JAKARTA — Jaringan perdagangan emas yang diduga berasal dari hasil tambang ilegal dibongkar Bareskrim Polri. Skala jaringan ini diduga sangat besar. Polisi menyebut kapasitas pengolahan emas yang terkait dengan jaringan tersebut dapat mencapai 30 kilogram per hari.
Jika dihitung selama 30 hari, jumlahnya mencapai sekitar 900 kilogram atau hampir satu ton emas per bulan. Dengan asumsi harga emas Rp2,6 juta per gram, nilai ekonominya diperkirakan mencapai sekitar Rp2,34 triliun per bulan.
Direktur Tindak Pidana Tertentu (Dirtipidter) Bareskrim Polri Brigjen Pol Mohammad Irhamni mengatakan angka tersebut menunjukkan besarnya skala jaringan perdagangan emas yang sedang didalami penyidik.
“Bisa dibayangkan 30 kg itu kali 30 hari, kurang lebih satu ton,” ujar Irhamni dalam keterangannya di Jakarta, dikutip Minggu (16/8/2026).
Dua WNA India Diamankan
Dalam pengungkapan kasus ini, penyidik melakukan penindakan di dua apartemen di kawasan Jakarta Utara dan mengamankan dua warga negara India.
Di apartemen pertama, polisi menemukan sekitar 2,5 kilogram emas yang disimpan dalam brankas. Barang bukti tersebut terdiri atas dua batang emas dengan berat masing-masing sekitar 1 kilogram serta emas berbentuk cincin seberat sekitar 500 gram.
Sementara di lokasi kedua, penyidik menemukan tempat yang diduga digunakan untuk mengolah emas sebelum dikirim ke luar negeri.
Polisi turut menemukan 18 keping logam putih dengan total berat sekitar 18 kilogram yang disebut sebagai residu dari proses pengolahan emas.
Menurut Irhamni, residu tersebut mengindikasikan bahwa jumlah emas yang telah diproses dan diduga diselundupkan kemungkinan jauh lebih besar dibandingkan barang bukti yang ditemukan di lokasi.
“Ini hanya residunya,” kata Irhamni.
Selain emas dan residu pengolahan, polisi juga menyita uang tunai dalam mata uang rupiah dan dolar Amerika Serikat, serta sejumlah peralatan yang diduga digunakan dalam proses pengolahan emas.
Diduga Diolah di Jakarta, Jalurnya Mengarah ke Dubai
Polri menduga emas hasil tambang ilegal tersebut dibawa ke Jakarta untuk diolah sebelum kemudian diselundupkan ke luar negeri.
Salah satu jalur yang tengah didalami penyidik mengarah ke Dubai.
Irhamni menyebut kelompok yang berhasil diungkap tersebut baru merupakan salah satu jaringan yang memiliki jalur penyelundupan menuju Dubai.
“Ini salah satu kelompok, ini masih kelompok Dubai, belum lagi ada kelompok-kelompok lain yang sedang kami lakukan pengejaran,” ujarnya.

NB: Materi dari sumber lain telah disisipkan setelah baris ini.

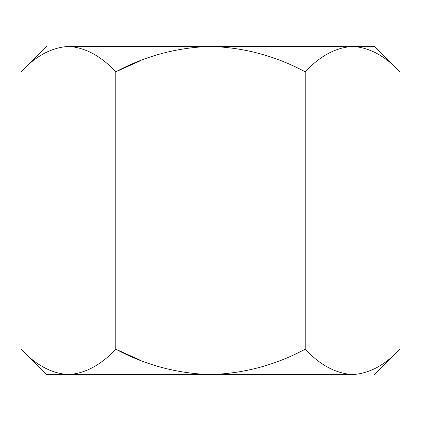 <?xml version="1.0" encoding="UTF-8"?>
<svg xmlns="http://www.w3.org/2000/svg" width="421" height="421" viewBox="0 0 421 421"><rect width="100%" height="100%" fill="white"/><g stroke="black" fill="none" stroke-linecap="round" stroke-linejoin="round"><path stroke-width="0.63" d="M374.569 46.431L399.95 71.812L399.95 349.188L399.95 71.812C385.01 55.861 369.222 47.399 352.587 46.431C335.758 47.489 319.971 55.951 305.225 71.812C275.487 55.898 243.912 47.441 210.5 46.431C176.988 47.457 145.413 55.914 115.775 71.812L115.775 349.188C145.413 365.086 176.988 373.543 210.5 374.569C243.912 373.559 275.487 365.102 305.225 349.188L305.225 71.812L305.225 349.188C319.971 365.049 335.758 373.511 352.587 374.569L346.046 374.043L352.587 374.569C369.222 373.601 385.01 365.139 399.95 349.188C385.01 365.139 369.222 373.601 352.587 374.569C381.6 374.569 381.6 374.569 352.587 374.569C335.758 373.511 319.971 365.049 305.225 349.188C275.487 365.102 243.912 373.559 210.5 374.569L352.587 374.569C381.6 374.569 381.6 374.569 352.587 374.569L210.5 374.569C176.988 373.543 145.413 365.086 115.775 349.188L115.775 71.812C100.835 55.861 85.047 47.399 68.412 46.431C51.583 47.489 35.796 55.951 21.05 71.812L21.05 349.188C35.796 365.049 51.583 373.511 68.412 374.569C85.047 373.601 100.835 365.139 115.775 349.188C100.835 365.139 85.047 373.601 68.412 374.569L61.871 374.043L68.412 374.569L210.5 374.569L68.412 374.569C51.583 373.511 35.796 365.049 21.05 349.188L21.05 71.812C35.796 55.951 51.583 47.489 68.412 46.431C39.4 46.431 39.4 46.431 68.412 46.431C85.047 47.399 100.835 55.861 115.775 71.812C145.413 55.914 176.988 47.457 210.5 46.431L68.412 46.431C39.4 46.431 39.4 46.431 68.412 46.431L210.5 46.431C243.912 47.441 275.487 55.898 305.225 71.812C319.971 55.951 335.758 47.489 352.587 46.431C369.222 47.399 385.01 55.861 399.95 71.812L374.569 46.431L352.587 46.431L346.046 46.957L352.587 46.431L210.5 46.431L374.569 46.431M46.431 374.569L21.05 349.188L46.431 374.569L68.412 374.569L46.431 374.569M139.472 359.85L115.775 349.188L139.472 359.85M139.472 61.15L115.775 71.812C145.413 55.914 176.988 47.457 210.5 46.431M399.95 349.188L374.569 374.569M21.05 71.812L46.431 46.431"/></g></svg>

Polisi kini melakukan pemetaan terhadap sejumlah kelompok dan pelaku yang diduga terlibat, mulai dari pihak yang memperoleh emas, pengolah, hingga jaringan yang diduga mengatur distribusi dan pengiriman ke luar negeri.
Baru Dua Bulan Berada di Indonesia
Kedua WNA asal India tersebut disebut baru sekitar dua bulan berada di Indonesia.
Mereka masuk menggunakan paspor untuk kepentingan investasi maupun aktivitas perdagangan.
Penyidik masih mendalami asal-usul emas, pihak yang memasoknya, proses pengolahan, hingga alur distribusinya sebelum diduga diselundupkan ke luar negeri.
Polri juga berkoordinasi dengan pihak terkait, termasuk perwakilan India, untuk menentukan langkah hukum selanjutnya terhadap kedua WNA tersebut.
Pelaku Lokal Diburu
Pengusutan kasus ini dipastikan tidak berhenti pada dua WNA yang telah diamankan. Polri menyatakan akan mengejar pihak-pihak di Indonesia yang diduga terlibat dalam jaringan tersebut.
“Pelaku-pelaku dari Indonesia tentunya akan kami kejar, kami lakukan penegakan hukum dan penahanan,” tegas Irhamni.
Pengungkapan ini membuka dugaan adanya rantai perdagangan emas ilegal berskala besar, mulai dari sumber emas hasil tambang, proses pengolahan, peredaran uang hingga dugaan penyelundupan lintas negara.
Polri masih mengembangkan penyidikan untuk mengungkap aktor lain di balik jaringan tersebut serta menelusuri seberapa luas jaringan perdagangan emas ilegal yang diduga beroperasi hingga jalur internasional.